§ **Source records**
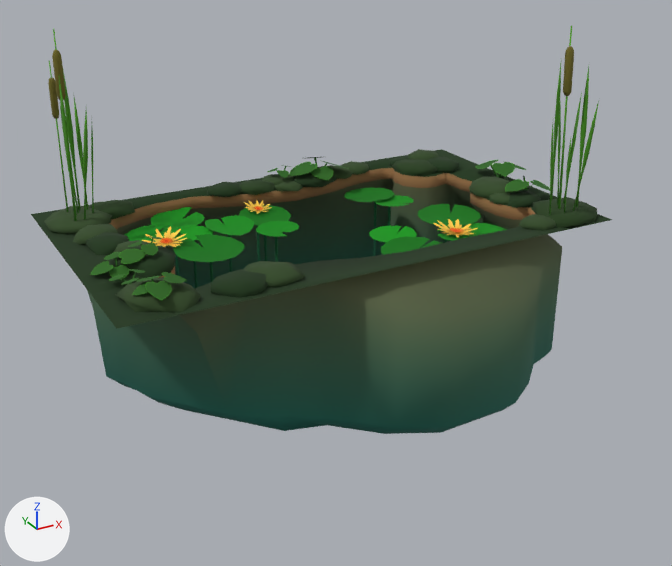
Before and after pictures for a commit that changed the glTF model FileStorage/Pond.glb.
One viewpoint serves both versions: a 50 mm camera at (-9.57, -18.18, 7.63) aimed at (-0.12, -0.99, -0.96). The lights are fixed; the arrows at lower left show +X, +Y and +Z. Where no turn or scale is listed for an object, it has been applied to the vertices. Vertices at the same position are counted once.

Objects in the first picture: 'Pond'.
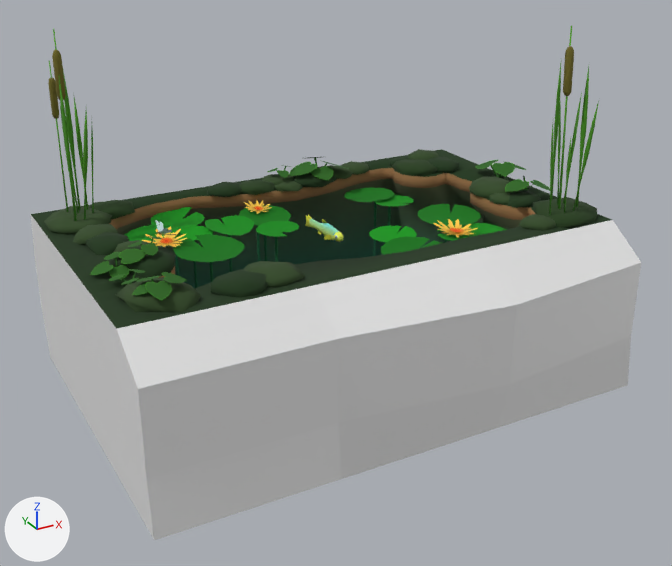
Where the newer file only moved an object's origin or applied its transform, the numbers keep the older frame.

Edits to the scene script, one JSON object a line:
```json
{"block": "me_plane_004", "where": "me_plane_004.from_pydata(...)  # 2497 vertices, 3379 faces; spans x -5.87..6.45, y -4.66..3.63, z -1.56..6.51"}
{"block": "me_plane_004", "where": "# used by ob_pond; location = (0.0, 0.0, -1.84)"}
{"block": "me_plane_004", "where": "# before: 246 (3.47, 1.92, -1.15), 248 (3.67, 1.61, -1.15), 250 (3.92, 1.36, -1.15)"}
{"block": "me_plane_004", "change": "me_plane_004 part 1"}
{"op": "add", "block": "me_plane_004", "code": "for i in [246, 248, 250]: me_plane_004.vertices[i].co += Vector((0.76, 0.56, 0.0))"}
{"op": "set", "path": "me_plane_004.vertices[211].co", "old": "(3.45, 2.36, 1.38)", "new": "(3.85, 2.65, 1.38)", "note": "not seen -> pixel (398, 192)"}
{"op": "set", "path": "me_plane_004.vertices[212].co", "old": "(3.47, 1.92, 1.38)", "new": "(3.87, 2.21, 1.38)", "note": "not seen -> pixel (407, 196)"}
{"op": "set", "path": "me_plane_004.vertices[213].co", "old": "(3.67, 1.61, 1.38)", "new": "(4.01, 1.87, 1.38)", "note": "pixel (413, 204) -> pixel (418, 199)"}
{"op": "set", "path": "me_plane_004.vertices[214].co", "old": "(3.92, 1.36, 1.38)", "new": "(4.33, 1.65, 1.38)", "note": "pixel (426, 205) -> pixel (432, 200)"}
{"op": "set", "path": "me_plane_004.vertices[215].co", "old": "(4.22, 1.29, 1.38)", "new": "(4.62, 1.59, 1.38)", "note": "pixel (437, 204) -> pixel (443, 199)"}
{"op": "set", "path": "me_plane_004.vertices[244].co", "old": "(3.45, 2.36, -1.15)", "new": "(3.89, 2.86, -1.15)"}
{"op": "set", "path": "me_plane_004.vertices[252].co", "old": "(4.22, 1.29, -1.15)", "new": "(4.92, 1.71, -1.15)"}
{"op": "add", "block": "me_plane_005", "code": ["me_plane_005 = bpy.data.meshes.new('Plane.005')", "me_plane_005.from_pydata(...)  # 32 vertices, 54 faces; spans x -5.87..5.84, y -4.88..3.98, z -3.51..0.31"]}
{"op": "add", "block": "me_plane_001", "code": ["me_plane_001 = bpy.data.meshes.new('Plane.001')", "me_plane_001.from_pydata(...)  # 158 vertices, 284 faces; spans x -0.166..0.11, y -0.019..1.421, z -0.234..0.252", "me_plane_001.materials.append(mat_material)"]}
{"op": "add", "block": "me_plane_003", "code": ["me_plane_003 = bpy.data.meshes.new('Plane.003')", "me_plane_003.from_pydata(...)  # 158 vertices, 284 faces; spans x -0.247..0.065, y -0.019..1.406, z -0.234..0.253", "me_plane_003.materials.append(mat_material)"]}
{"op": "add", "block": "me_cube_002", "code": ["me_cube_002 = bpy.data.meshes.new('Cube.002')", "me_cube_002.from_pydata(...)  # 232 vertices, 418 faces; spans x -0.071..0.357, y -0.319..0.334, z -0.109..0.203", "me_cube_002.materials.append(mat_material)"]}
{"op": "add", "block": "ob_mask", "code": ["ob_mask = bpy.data.objects.new('Mask', me_plane_005)", "ob_mask.location = (0.0, 0.0, 0.0)"]}
{"op": "add", "block": "ob_fish1_001", "code": ["ob_fish1_001 = bpy.data.objects.new('Fish1.001', me_plane_001)", "ob_fish1_001.location = (0.12, -0.74, 0.0)"]}
{"op": "add", "block": "ob_fish1", "code": ["ob_fish1 = bpy.data.objects.new('Fish1', me_plane_003)", "ob_fish1.location = (0.2, -0.73, 0.0)"]}
{"op": "add", "block": "ob_bug", "code": ["ob_bug = bpy.data.objects.new('Bug', me_cube_002)", "ob_bug.location = (-4.04, -0.56, 0.83)"]}
```

Location of each change, [x1, y1, x2, y2] in pixels of the pictures (672 x 566 px; the box of a moved part takes in the faces that stretch with it):
```json
{"object": "Pond", "change": "reshaped", "before": [31, 26, 612, 434], "after": [31, 26, 612, 329]}
{"object": "Mask", "change": "added", "after": [31, 215, 641, 540]}
{"object": "Fish1.001", "change": "added", "after": [308, 215, 341, 242]}
{"object": "Fish1", "change": "added", "after": [305, 215, 344, 241]}
{"object": "Bug", "change": "added", "after": [155, 220, 176, 235]}
{"part": 1, "of": "me_plane_004", "change": "moved or reshaped", "before": [390, 183, 451, 248], "after": [390, 183, 451, 248]}
```

§ **Instructions to follow**
Your task is to transcribe all of the records precisely, with no images included.

§ **Result of this task**
Before and after pictures for a commit that changed the glTF model FileStorage/Pond.glb.
One viewpoint serves both versions: a 50 mm camera at (-9.57, -18.18, 7.63) aimed at (-0.12, -0.99, -0.96). The lights are fixed; the arrows at lower left show +X, +Y and +Z. Where no turn or scale is listed for an object, it has been applied to the vertices. Vertices at the same position are counted once.

Objects in the first picture: 'Pond'.
Where the newer file only moved an object's origin or applied its transform, the numbers keep the older frame.

Edits to the scene script, one JSON object a line:
```json
{"block": "me_plane_004", "where": "me_plane_004.from_pydata(...)  # 2497 vertices, 3379 faces; spans x -5.87..6.45, y -4.66..3.63, z -1.56..6.51"}
{"block": "me_plane_004", "where": "# used by ob_pond; location = (0.0, 0.0, -1.84)"}
{"block": "me_plane_004", "where": "# before: 246 (3.47, 1.92, -1.15), 248 (3.67, 1.61, -1.15), 250 (3.92, 1.36, -1.15)"}
{"block": "me_plane_004", "change": "me_plane_004 part 1"}
{"op": "add", "block": "me_plane_004", "code": "for i in [246, 248, 250]: me_plane_004.vertices[i].co += Vector((0.76, 0.56, 0.0))"}
{"op": "set", "path": "me_plane_004.vertices[211].co", "old": "(3.45, 2.36, 1.38)", "new": "(3.85, 2.65, 1.38)", "note": "not seen -> pixel (398, 192)"}
{"op": "set", "path": "me_plane_004.vertices[212].co", "old": "(3.47, 1.92, 1.38)", "new": "(3.87, 2.21, 1.38)", "note": "not seen -> pixel (407, 196)"}
{"op": "set", "path": "me_plane_004.vertices[213].co", "old": "(3.67, 1.61, 1.38)", "new": "(4.01, 1.87, 1.38)", "note": "pixel (413, 204) -> pixel (418, 199)"}
{"op": "set", "path": "me_plane_004.vertices[214].co", "old": "(3.92, 1.36, 1.38)", "new": "(4.33, 1.65, 1.38)", "note": "pixel (426, 205) -> pixel (432, 200)"}
{"op": "set", "path": "me_plane_004.vertices[215].co", "old": "(4.22, 1.29, 1.38)", "new": "(4.62, 1.59, 1.38)", "note": "pixel (437, 204) -> pixel (443, 199)"}
{"op": "set", "path": "me_plane_004.vertices[244].co", "old": "(3.45, 2.36, -1.15)", "new": "(3.89, 2.86, -1.15)"}
{"op": "set", "path": "me_plane_004.vertices[252].co", "old": "(4.22, 1.29, -1.15)", "new": "(4.92, 1.71, -1.15)"}
{"op": "add", "block": "me_plane_005", "code": ["me_plane_005 = bpy.data.meshes.new('Plane.005')", "me_plane_005.from_pydata(...)  # 32 vertices, 54 faces; spans x -5.87..5.84, y -4.88..3.98, z -3.51..0.31"]}
{"op": "add", "block": "me_plane_001", "code": ["me_plane_001 = bpy.data.meshes.new('Plane.001')", "me_plane_001.from_pydata(...)  # 158 vertices, 284 faces; spans x -0.166..0.11, y -0.019..1.421, z -0.234..0.252", "me_plane_001.materials.append(mat_material)"]}
{"op": "add", "block": "me_plane_003", "code": ["me_plane_003 = bpy.data.meshes.new('Plane.003')", "me_plane_003.from_pydata(...)  # 158 vertices, 284 faces; spans x -0.247..0.065, y -0.019..1.406, z -0.234..0.253", "me_plane_003.materials.append(mat_material)"]}
{"op": "add", "block": "me_cube_002", "code": ["me_cube_002 = bpy.data.meshes.new('Cube.002')", "me_cube_002.from_pydata(...)  # 232 vertices, 418 faces; spans x -0.071..0.357, y -0.319..0.334, z -0.109..0.203", "me_cube_002.materials.append(mat_material)"]}
{"op": "add", "block": "ob_mask", "code": ["ob_mask = bpy.data.objects.new('Mask', me_plane_005)", "ob_mask.location = (0.0, 0.0, 0.0)"]}
{"op": "add", "block": "ob_fish1_001", "code": ["ob_fish1_001 = bpy.data.objects.new('Fish1.001', me_plane_001)", "ob_fish1_001.location = (0.12, -0.74, 0.0)"]}
{"op": "add", "block": "ob_fish1", "code": ["ob_fish1 = bpy.data.objects.new('Fish1', me_plane_003)", "ob_fish1.location = (0.2, -0.73, 0.0)"]}
{"op": "add", "block": "ob_bug", "code": ["ob_bug = bpy.data.objects.new('Bug', me_cube_002)", "ob_bug.location = (-4.04, -0.56, 0.83)"]}
```

Location of each change, [x1, y1, x2, y2] in pixels of the pictures (672 x 566 px; the box of a moved part takes in the faces that stretch with it):
```json
{"object": "Pond", "change": "reshaped", "before": [31, 26, 612, 434], "after": [31, 26, 612, 329]}
{"object": "Mask", "change": "added", "after": [31, 215, 641, 540]}
{"object": "Fish1.001", "change": "added", "after": [308, 215, 341, 242]}
{"object": "Fish1", "change": "added", "after": [305, 215, 344, 241]}
{"object": "Bug", "change": "added", "after": [155, 220, 176, 235]}
{"part": 1, "of": "me_plane_004", "change": "moved or reshaped", "before": [390, 183, 451, 248], "after": [390, 183, 451, 248]}
```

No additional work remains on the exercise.